Task prompt
Please print every record below exactly as written, leaving out the pictures.
(Records begins)
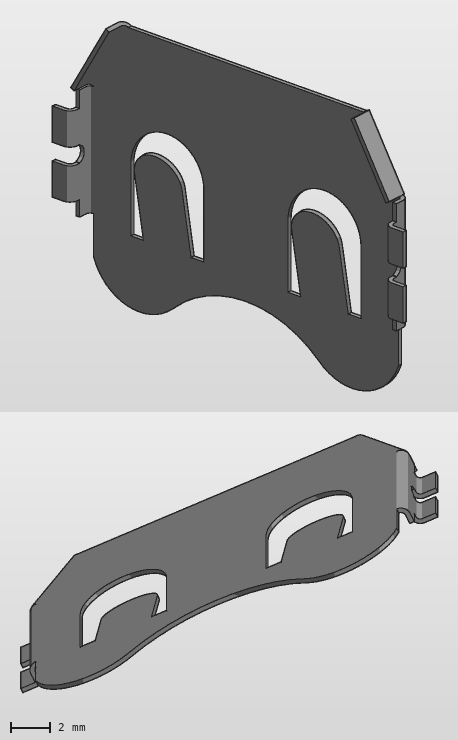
import cadquery as cq
import math

length = 23.15
thickness = 0.25
bend_inner = 0.25
bend_outer = bend_inner + thickness

half_width = 10.07
plate_top = 15.71
shoulder_z = 11.7
shoulder_angle = 60.0
lobe_x = 7.0
lobe_radius = 3.22
arch_top = 2.73

wall_bottom = 4.58
wall_depth = 1.02
total_depth = 1.7
tab_length = 2.04
tab_gap = 1.05
tab_middle_z = 8.12

wing_depth = 1.5

window_x = 5.18
window_width = 4.81
window_bottom = 4.1
window_top = 10.53
tongue_width = 3.15
tongue_length = 5.67
tongue_angle = 10.0

shoulder_rise = plate_top - shoulder_z
shoulder_length = shoulder_rise / math.sin(math.radians(shoulder_angle))
top_half_width = half_width - shoulder_rise / math.tan(math.radians(shoulder_angle))

arc_mid = math.sqrt(0.5)


def mirrored(half):
    """Join a feature on the -X side with its mirror image on the +X side."""
    return half.union(half.mirror("YZ"))


def make_plate():
    """Flat plate with sloped shoulders, two round lobes and an arch tangent to both lobes."""
    drop = lobe_radius - arch_top
    arch_radius = (lobe_x**2 + drop**2 - lobe_radius**2) / (2 * (lobe_radius - drop))
    arch_center_z = arch_top - arch_radius
    share = lobe_radius / (lobe_radius + arch_radius)
    tangent_x = lobe_x * (1 - share)
    tangent_z = lobe_radius + share * (arch_center_z - lobe_radius)
    lobe_start_z = lobe_radius - math.sqrt(lobe_radius**2 - (half_width - lobe_x) ** 2)
    return (
        cq.Workplane("XZ")
        .moveTo(-half_width, shoulder_z)
        .lineTo(-half_width, lobe_start_z)
        .threePointArc((-lobe_x, 0), (-tangent_x, tangent_z))
        .threePointArc((0, arch_top), (tangent_x, tangent_z))
        .threePointArc((lobe_x, 0), (half_width, lobe_start_z))
        .lineTo(half_width, shoulder_z)
        .lineTo(top_half_width, plate_top)
        .lineTo(-top_half_width, plate_top)
        .close()
        .extrude(thickness)
    )


def arched_blank(width, height):
    """Upright sheet blank with a full-round top, standing on the origin."""
    radius = width / 2
    return (
        cq.Workplane("XZ")
        .moveTo(-radius, 0)
        .lineTo(radius, 0)
        .lineTo(radius, height - radius)
        .threePointArc((0, height), (-radius, height - radius))
        .close()
        .extrude(thickness)
    )


def make_tongue():
    """Spring tongue leaning toward -Y about the back edge of the window bottom."""
    tongue = arched_blank(tongue_width, tongue_length).rotate((0, 0, 0), (1, 0, 0), tongue_angle)
    return tongue.translate((-window_x, 0, window_bottom))


def make_window():
    """Round-topped opening that surrounds a tongue."""
    blank = arched_blank(window_width, window_top - window_bottom)
    return blank.translate((-window_x, 0, window_bottom))


def fold(depth, height):
    """Right-angle fold starting at the origin, turning from -X to -Y and rising along +Z."""
    return (
        cq.Workplane("XY")
        .lineTo(0, -thickness)
        .threePointArc(
            (-bend_inner * arc_mid, -bend_outer + bend_inner * arc_mid),
            (-bend_inner, -bend_outer),
        )
        .lineTo(-bend_inner, -depth)
        .lineTo(-bend_outer, -depth)
        .lineTo(-bend_outer, -bend_outer)
        .threePointArc((-bend_outer * arc_mid, -bend_outer + bend_outer * arc_mid), (0, 0))
        .close()
        .extrude(height)
    )


def make_wing():
    """Folded flange along the sloped shoulder."""
    tilt = 90 - shoulder_angle
    wing = fold(wing_depth, shoulder_length).rotate((0, 0, 0), (0, 1, 0), tilt)
    return wing.translate((-half_width, 0, shoulder_z))


def make_tab():
    """Foot that continues the side wall and turns outward, parallel to the plate."""
    wall_inner_x = -half_width - bend_inner
    wall_outer_x = wall_inner_x - thickness
    bend_x = wall_inner_x - bend_outer
    bend_y = -total_depth + bend_outer
    return (
        cq.Workplane("XY")
        .moveTo(wall_inner_x, -bend_outer)
        .lineTo(wall_inner_x, bend_y)
        .threePointArc(
            (bend_x + bend_outer * arc_mid, bend_y - bend_outer * arc_mid),
            (bend_x, -total_depth),
        )
        .lineTo(-length / 2, -total_depth)
        .lineTo(-length / 2, -total_depth + thickness)
        .lineTo(bend_x, -total_depth + thickness)
        .threePointArc(
            (bend_x + bend_inner * arc_mid, bend_y - bend_inner * arc_mid),
            (wall_outer_x, bend_y),
        )
        .lineTo(wall_outer_x, -bend_outer)
        .close()
        .extrude(tab_length)
    )


def make_side():
    """Side wall with two tabs and a round-bottomed notch between them."""
    side = fold(wall_depth, shoulder_z - wall_bottom).translate((-half_width, 0, wall_bottom))
    for tab_bottom in (tab_middle_z + tab_gap / 2, tab_middle_z - tab_gap / 2 - tab_length):
        side = side.union(make_tab().translate((0, 0, tab_bottom)))
    notch = (
        cq.Workplane("YZ")
        .center(-total_depth + bend_outer, tab_middle_z)
        .circle(tab_gap / 2)
        .extrude(-length / 2)
    )
    return side.cut(notch)


result = (
    make_plate()
    .cut(mirrored(make_window()))
    .union(mirrored(make_tongue()))
    .union(mirrored(make_side()))
    .union(mirrored(make_wing()))
)
(Records ends)
Answer to this task
import cadquery as cq
import math

length = 23.15
thickness = 0.25
bend_inner = 0.25
bend_outer = bend_inner + thickness

half_width = 10.07
plate_top = 15.71
shoulder_z = 11.7
shoulder_angle = 60.0
lobe_x = 7.0
lobe_radius = 3.22
arch_top = 2.73

wall_bottom = 4.58
wall_depth = 1.02
total_depth = 1.7
tab_length = 2.04
tab_gap = 1.05
tab_middle_z = 8.12

wing_depth = 1.5

window_x = 5.18
window_width = 4.81
window_bottom = 4.1
window_top = 10.53
tongue_width = 3.15
tongue_length = 5.67
tongue_angle = 10.0

shoulder_rise = plate_top - shoulder_z
shoulder_length = shoulder_rise / math.sin(math.radians(shoulder_angle))
top_half_width = half_width - shoulder_rise / math.tan(math.radians(shoulder_angle))

arc_mid = math.sqrt(0.5)


def mirrored(half):
    """Join a feature on the -X side with its mirror image on the +X side."""
    return half.union(half.mirror("YZ"))


def make_plate():
    """Flat plate with sloped shoulders, two round lobes and an arch tangent to both lobes."""
    drop = lobe_radius - arch_top
    arch_radius = (lobe_x**2 + drop**2 - lobe_radius**2) / (2 * (lobe_radius - drop))
    arch_center_z = arch_top - arch_radius
    share = lobe_radius / (lobe_radius + arch_radius)
    tangent_x = lobe_x * (1 - share)
    tangent_z = lobe_radius + share * (arch_center_z - lobe_radius)
    lobe_start_z = lobe_radius - math.sqrt(lobe_radius**2 - (half_width - lobe_x) ** 2)
    return (
        cq.Workplane("XZ")
        .moveTo(-half_width, shoulder_z)
        .lineTo(-half_width, lobe_start_z)
        .threePointArc((-lobe_x, 0), (-tangent_x, tangent_z))
        .threePointArc((0, arch_top), (tangent_x, tangent_z))
        .threePointArc((lobe_x, 0), (half_width, lobe_start_z))
        .lineTo(half_width, shoulder_z)
        .lineTo(top_half_width, plate_top)
        .lineTo(-top_half_width, plate_top)
        .close()
        .extrude(thickness)
    )


def arched_blank(width, height):
    """Upright sheet blank with a full-round top, standing on the origin."""
    radius = width / 2
    return (
        cq.Workplane("XZ")
        .moveTo(-radius, 0)
        .lineTo(radius, 0)
        .lineTo(radius, height - radius)
        .threePointArc((0, height), (-radius, height - radius))
        .close()
        .extrude(thickness)
    )


def make_tongue():
    """Spring tongue leaning toward -Y about the back edge of the window bottom."""
    tongue = arched_blank(tongue_width, tongue_length).rotate((0, 0, 0), (1, 0, 0), tongue_angle)
    return tongue.translate((-window_x, 0, window_bottom))


def make_window():
    """Round-topped opening that surrounds a tongue."""
    blank = arched_blank(window_width, window_top - window_bottom)
    return blank.translate((-window_x, 0, window_bottom))


def fold(depth, height):
    """Right-angle fold starting at the origin, turning from -X to -Y and rising along +Z."""
    return (
        cq.Workplane("XY")
        .lineTo(0, -thickness)
        .threePointArc(
            (-bend_inner * arc_mid, -bend_outer + bend_inner * arc_mid),
            (-bend_inner, -bend_outer),
        )
        .lineTo(-bend_inner, -depth)
        .lineTo(-bend_outer, -depth)
        .lineTo(-bend_outer, -bend_outer)
        .threePointArc((-bend_outer * arc_mid, -bend_outer + bend_outer * arc_mid), (0, 0))
        .close()
        .extrude(height)
    )


def make_wing():
    """Folded flange along the sloped shoulder."""
    tilt = 90 - shoulder_angle
    wing = fold(wing_depth, shoulder_length).rotate((0, 0, 0), (0, 1, 0), tilt)
    return wing.translate((-half_width, 0, shoulder_z))


def make_tab():
    """Foot that continues the side wall and turns outward, parallel to the plate."""
    wall_inner_x = -half_width - bend_inner
    wall_outer_x = wall_inner_x - thickness
    bend_x = wall_inner_x - bend_outer
    bend_y = -total_depth + bend_outer
    return (
        cq.Workplane("XY")
        .moveTo(wall_inner_x, -bend_outer)
        .lineTo(wall_inner_x, bend_y)
        .threePointArc(
            (bend_x + bend_outer * arc_mid, bend_y - bend_outer * arc_mid),
            (bend_x, -total_depth),
        )
        .lineTo(-length / 2, -total_depth)
        .lineTo(-length / 2, -total_depth + thickness)
        .lineTo(bend_x, -total_depth + thickness)
        .threePointArc(
            (bend_x + bend_inner * arc_mid, bend_y - bend_inner * arc_mid),
            (wall_outer_x, bend_y),
        )
        .lineTo(wall_outer_x, -bend_outer)
        .close()
        .extrude(tab_length)
    )


def make_side():
    """Side wall with two tabs and a round-bottomed notch between them."""
    side = fold(wall_depth, shoulder_z - wall_bottom).translate((-half_width, 0, wall_bottom))
    for tab_bottom in (tab_middle_z + tab_gap / 2, tab_middle_z - tab_gap / 2 - tab_length):
        side = side.union(make_tab().translate((0, 0, tab_bottom)))
    notch = (
        cq.Workplane("YZ")
        .center(-total_depth + bend_outer, tab_middle_z)
        .circle(tab_gap / 2)
        .extrude(-length / 2)
    )
    return side.cut(notch)


result = (
    make_plate()
    .cut(mirrored(make_window()))
    .union(mirrored(make_tongue()))
    .union(mirrored(make_side()))
    .union(mirrored(make_wing()))
)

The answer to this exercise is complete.